**Work instruction:** Every line below that holds the word "ASAAAHFHAAASA" must be listed.

*** Entries shown

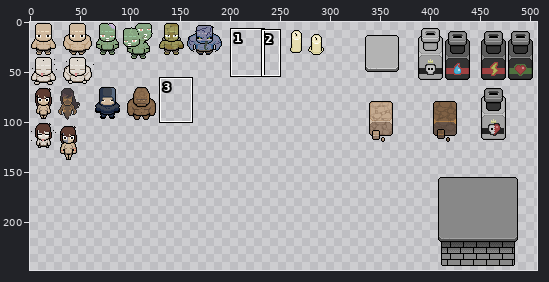
Two states of a sprite sheet, MergeQuest/Assets/Resources/SpriteAtlas.png. The first picture is a wide view before the edit; the outline marks the close-up.
Close-up. Earlier state:
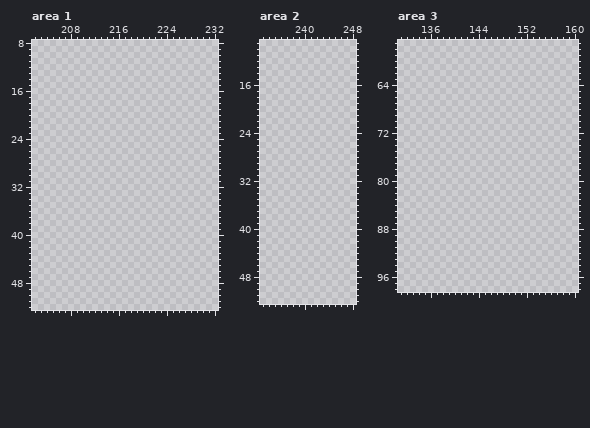
The file is 512x256 pixels. Pixels under 10% opacity are left out. Colours within 5 levels of each other are drawn and written as one. Shown: area 1: x 202..232, y 8..52; area 2: x 233..248, y 9..52; area 3: x 131..160, y 57..98. The wide view leaves out empty margins. The commit also changed other parts of the picture, which this record leaves out.
Palette (. is transparent): 
And afterwards:
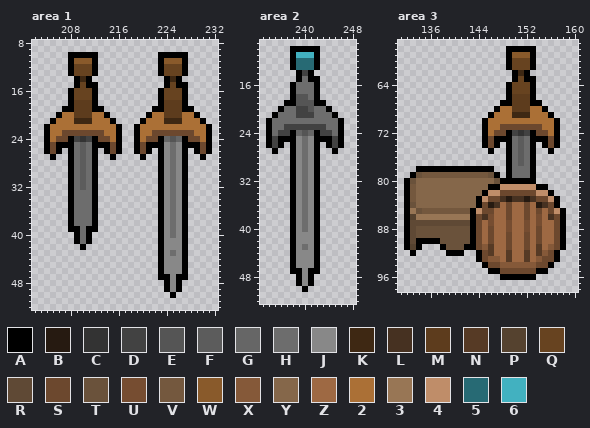
Colours new in this view: A #000000  B #261a11  C #333333  D #424242  E #555555  F #5c5c5c  G #666666  H #6d6d6d  J #888888  K #3e2813  L #463121  M #5d3c1d  N #563a25  P #55422f  Q #674320  R #5f4935  S #6c482e  T #6a523b  U #764d31  V #74583e  W #895a2b  X #855939  Y #85674a  Z #9e6943  2 #ab7036  3 #987655  4 #bf8d69  5 #276a74  6 #42b1c0
Diff:
Changed rows in their new state; - is an unchanged pixel.
Area 1:
first column x 204:
10 ----AAAAA----------AAAAA----
11 ----AWWWA----------AWWWA----
12 ----AQQQA----------AQQQA----
13 ----AQQQA----------AQQQA----
14 -----AKA------------AKA-----
15 -----AQAA-----------AQAA----
16 ----AQQQA----------AQQQA----
17 ----AQQQA----------AQQQA----
18 ----AMMMA----------AMMMA----
19 ---AAMMMAA--------AAMMMAA---
20 --A22MMM22A------A22MMM22A--
21 -A222KKK222A----A222KKK222A-
22 A22222222222A--A22222222222A
23 A22SSSSSSS22A--A22SSSSSSS22A
24 A2SSADCDASS2A--A2SSAGEGASS2A
25 ASAAAHFHAAASA--ASAAAJHJAAASA
26 ASA-AHFHA-ASA--ASA-AJHJA-ASA
27 -A--AHFHA--A----A--AJHJA--A-
28 ----AHFHA----------AJHJA----
29 ----AHFHA----------AJHJA----
30 ----AHFHA----------AJHJA----
31 ----AHFHA----------AJHJA----
32 ----AHFHA----------AJHJA----
33 ----AHHHA----------AJHJA----
34 ----AHHHA----------AJHJA----
35 ----AHHHA----------AJHJA----
36 ----AHHHA----------AJHJA----
37 ----AHHHA----------AJHJA----
38 ----AHHHA----------AJHJA----
39 ----AAHAA----------AJHJA----
40 -----AHA-----------AJHJA----
41 -----AHA-----------AJJJA----
42 ------A------------AJJJA----
43 -------------------AJHJA----
44 -------------------AJJJA----
45 -------------------AJJJA----
46 -------------------AJJJA----
47 -------------------AAJAA----
48 --------------------AJA-----
49 --------------------AJA-----
50 ---------------------A------
Area 2:
first column x 234:
10 ----AAAAA----
11 ----A666A----
12 ----A555A----
13 ----A555A----
14 -----ADA-----
15 -----AHAA----
16 ----AHHHA----
17 ----AHHHA----
18 ----AEEHA----
19 ---AAEEEAA---
20 --AHHDDEHHA--
21 -AHHHDDDHHHA-
22 AHHHHHHHHHHHA
23 AHHDDDDDDDHHA
24 AHDDAGEGADDHA
25 ADAAAJHJAAADA
26 ADA-AJHJA-ADA
27 -A--AJHJA--A-
28 ----AJHJA----
29 ----AJHJA----
30 ----AJHJA----
31 ----AJHJA----
32 ----AJHJA----
33 ----AJHJA----
34 ----AJHJA----
35 ----AJHJA----
36 ----AJHJA----
37 ----AJHJA----
38 ----AJHJA----
39 ----AJHJA----
40 ----AJHJA----
41 ----AJJJA----
42 ----AJJJA----
43 ----AJHJA----
44 ----AJJJA----
45 ----AJJJA----
46 ----AJJJA----
47 ----AAJAA----
48 -----AJA-----
49 -----AJA-----
50 ------A------
Area 3:
first column x 132:
58 -----------------AAAAA-----
59 -----------------AWWWA-----
60 -----------------AQQQA-----
61 -----------------AQQQA-----
62 ------------------AKA------
63 ------------------AQAA-----
64 -----------------AQQQA-----
65 -----------------AQQQA-----
66 -----------------AMMMA-----
67 ----------------AAMMMAA----
68 ---------------A22MMM22A---
69 --------------A222KKK222A--
70 -------------A22222222222A-
71 -------------A22SSSSSSS22A-
72 -------------A2SSADCDASS2A-
73 -------------ASAAAHFHAAASA-
74 -------------ASA-AHFHA-ASA-
75 --------------A--AHFHA--A--
76 -----------------AHFHA-----
77 -----------------AHFHA-----
78 --AAAAAAAAAAAAA--AHHHA-----
79 -ATVVVVVVVVVVVTA-AHHHA-----
80 ATYYYYYYYYYYYYYTAAAAAA-----
81 AVYYYYYYYYYYYYAA444444AA---
82 AVYYYYYYYYYYYA44SSSSSS44A--
83 AVYYYYYYYYYYA4SSLBLLBLSS4A-
84 ATYYYYYYYYYYASBLZSZZSZBLSA-
85 A3TVVVVVVVVA4SSZZSZZSZSZS4A
86 AP333333333ASLUZZSZZSZUZLSA
87 ARRRRRRRRRRASZUZZUZZUZUZZSA
88 ARTTTTTTTTTASZSZZUZZUZSZZSA
89 ARTTTTTTTTTASZSZZSZZSZSZZSA
90 ARAAAATTTTTASZSZZSZZSZSZZSA
91 APA---ATTTAASXNZZSZZSZNZXSA
92 -A-----AAA--ASNZZNZZNZNXSA-
93 ------------ASXXZNZZNZXSSA-
94 -------------ASSXXXXXXSSA--
95 --------------AASSSSSSAA---
96 ----------------AAAAAA-----

******

**Answer to this task:**
25 ASAAAHFHAAASA--ASAAAJHJAAASA
73 -------------ASAAAHFHAAASA-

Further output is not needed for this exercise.